If you spend wisely and capture a bargain then you effectively improve money available.  If you make mistakes then they'll haunt you long after the deeds are done and you end up with the massive headache of just how you can balance the books. You also need to communicate constantly with those who have a vested interest in your successes and failures, those who do the hard work of gaining admission to the thriving recruitment networks, and those who will give you the low down on which signings to avoid like the plague.  All of this is full time work most of which seems counter productive until it nails the proverbial bargain buy or captures a much sought after signing or stops you signing a complete No-No discovered by some other recruitment failure but not you. 

The window is where the fruits, good or bad, of this labour of love should become obvious to rest of us.   And the window should seldom be focused on last day signings but should not exclude those moments as the clock counts down when special things may or may not happen.   In other words even the full time job cannot cater for every eventuality.

Signing players who haven't (or cannot be) tested for full fitness are always high risk and even a medical professional cannot be absolutely sure - ever.   Like most professionals they are there to minimise risk and that comes back to the full time nature of many occupations and why they are full time investments not only in skill but in wisdom too.   Not everyone is good at their job because it requires hard work, effort and dedication to getting stuff right most of the time and being outright wrong only on rare occasions.  For the stuff falling somewhere between absolute right and absolute wrong you need the ability to dig deeper, to challenge, to listen, to understand, to ask the right questions, and always be prepared to express doubts if you have them and can put them into words.  You can then invest in original ways to do the job which others may choose to emulate.

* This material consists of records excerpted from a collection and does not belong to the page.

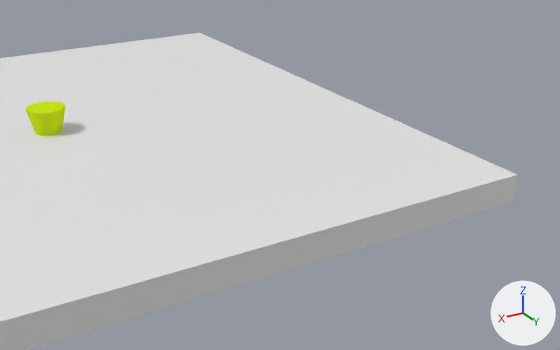
A saved change to the Blender file MultiMachine/MM_Sample_01.blend.
Camera for both pictures: a 50 mm camera at (1.4, 5.84, 2.19) aimed at (-1.25, 1.44, -0.02). The axes (+X, +Y, +Z) are drawn at lower right. The lights are the same throughout.

The first picture shows 'cone_tool', 'target'.
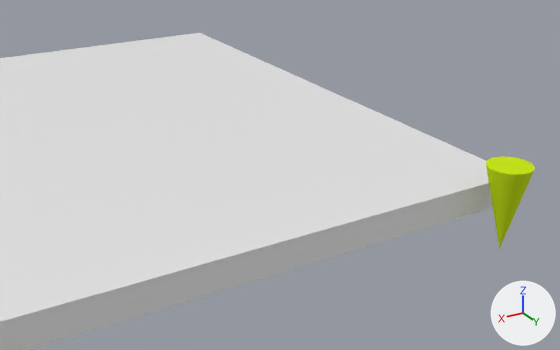
The change, as a diff of the scene's bpy script:
```diff
--- a/MultiMachine/MM_Sample_01.blend.py
+++ b/MultiMachine/MM_Sample_01.blend.py
@@ ob_cone_tool @@
 ob_cone_tool = bpy.data.objects.new('cone_tool', me_cone)
-ob_cone_tool.location = (0.0, 0.0, 0.0)
+ob_cone_tool.location = (-2.199, 2.688, 0.0)
```

Pixel boxes (x1, y1, x2, y2) of what changed, in the pictures (560 x 350 px):
'cone_tool', moved: before (26, 101, 66, 136); after (486, 157, 535, 249)
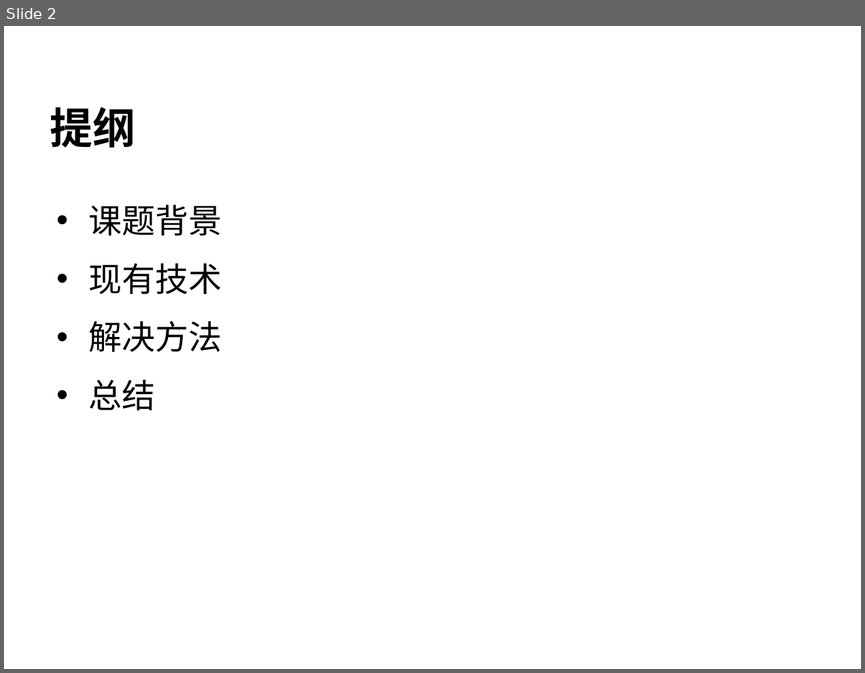
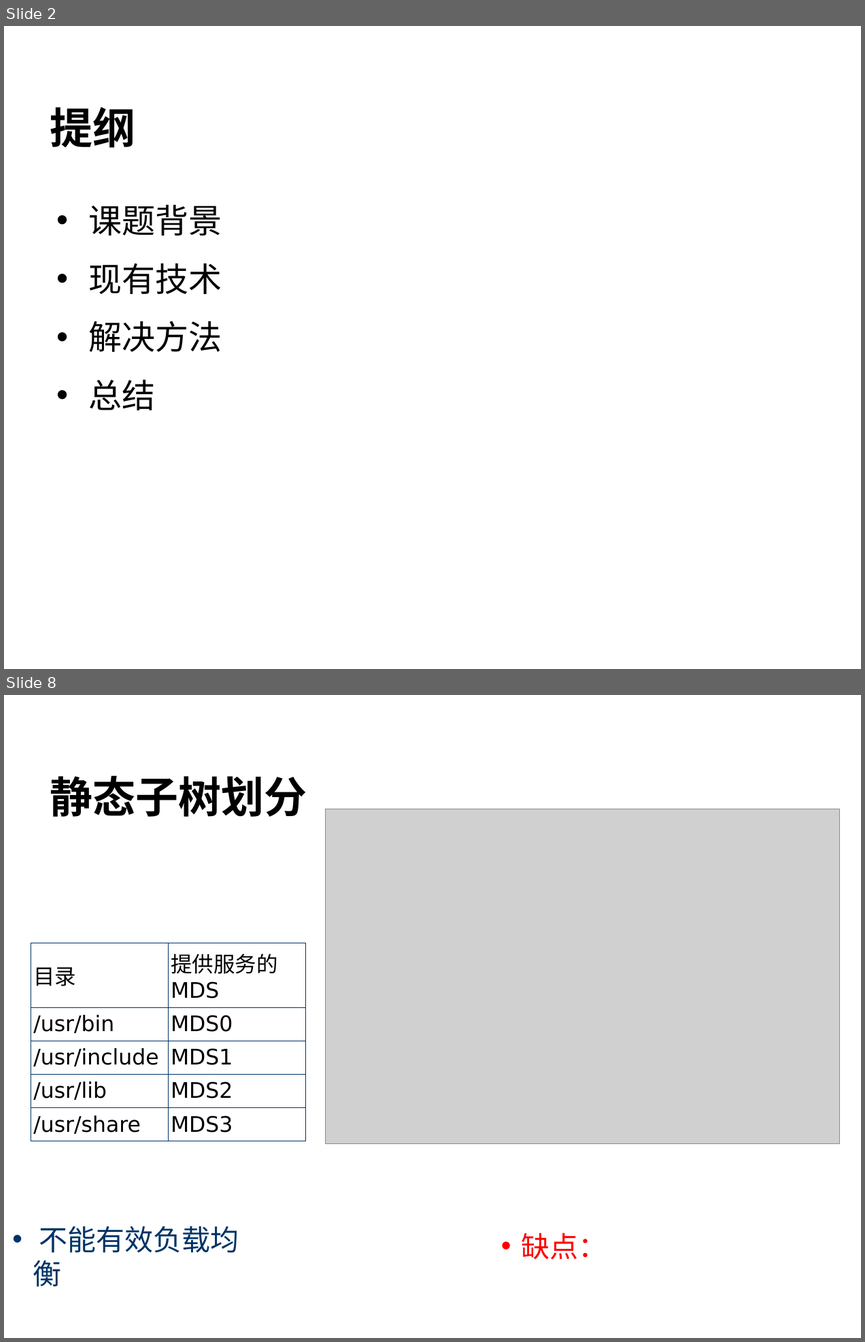
Before and after one commit to cheliequan/idning-paper, a slide deck: draft/答辩.ppt. Shown one above the other, each under a label of ours: slide 2 before the commit, slides 2 and 8 after it; the slides between them are not shown. The pictures are 865x673 and 865x1342 pixels, drawn with LibreOffice and Linux fonts; fonts in the diff are those of the drawing; grey boxes stand for pictures; background and template pictures are left out. Boxes give left, top, right and bottom in pixels: in the first picture for what was removed or moved away, otherwise in the second. Text is boxed around its words. In the diff, an @@ line names an element or a change of style, - is before the commit and + after.

```diff
--- a/draft/答辩.ppt
+++ b/draft/答辩.ppt
@@ slide 8 added at [4,695,861,1338], background picture (left out) @@
@@ title added at [50,775,307,817], 36 pt, text #000000, bold @@
+静态子树划分
@@ picture added at [325,809,839,1144] @@
@@ table added at [31,943,305,1136], 5 rows, 2 columns @@
+目录 | 提供服务的 MDS
+/usr/bin | MDS0
+/usr/include | MDS1
+/usr/lib | MDS2
+/usr/share | MDS3
@@ text added at [33,1225,239,1287], 24 pt, text #003366 @@
+• 不能有效负载均衡
@@ text added at [521,1232,607,1259], 24 pt, text #FF0000 @@
+• 缺点：
@@ page number added at [11,1289,67,1336], 26 pt, text #FFFFFF, bold @@
+8
```
Also in this commit, not shown: 5 slides changed, 13 other slides added, 1 slide removed, 1 other file.

What you should never be aiming to do is to look good to what you believe is your audience.  They'll make their own minds up and you should learn from that too.   

LVBPTS

can i share a different perspective on 'medicals'
medicals arent a pass or failure per se. the medical department run tests which generate results. the resuts are then used in turn in a risk assessment that the powers that be then make a decision on based on the risk against the outlay.
if we are signing player A for £25m on £50k p/w for 4 years and player B for £1m on £10k p/w for 2 years, payer B may have a worse set of results then player A but, due to the risk associated, player B would be signed and player A would not

medicals are not binary, they are literally just a part of a risk assessment.

with both sets of results, the club may take the risk on player A that then doesnt come off. same as any gamble. the 'problem' isnt with the medical or the results. the 'problem' as some see it as is the decision to take the gambe.

before i start any argument, im a big fan of Tony Khan and Shahid and all they have done and continue to do for the club and im not digging at anyone. im just trying to explain the process
Supporter since 2000

Fulham1959



rebel

Yes, we spent £12m on Mitroglou, played 3 times for us. Kongolo we spent £4m, played 2 times for us.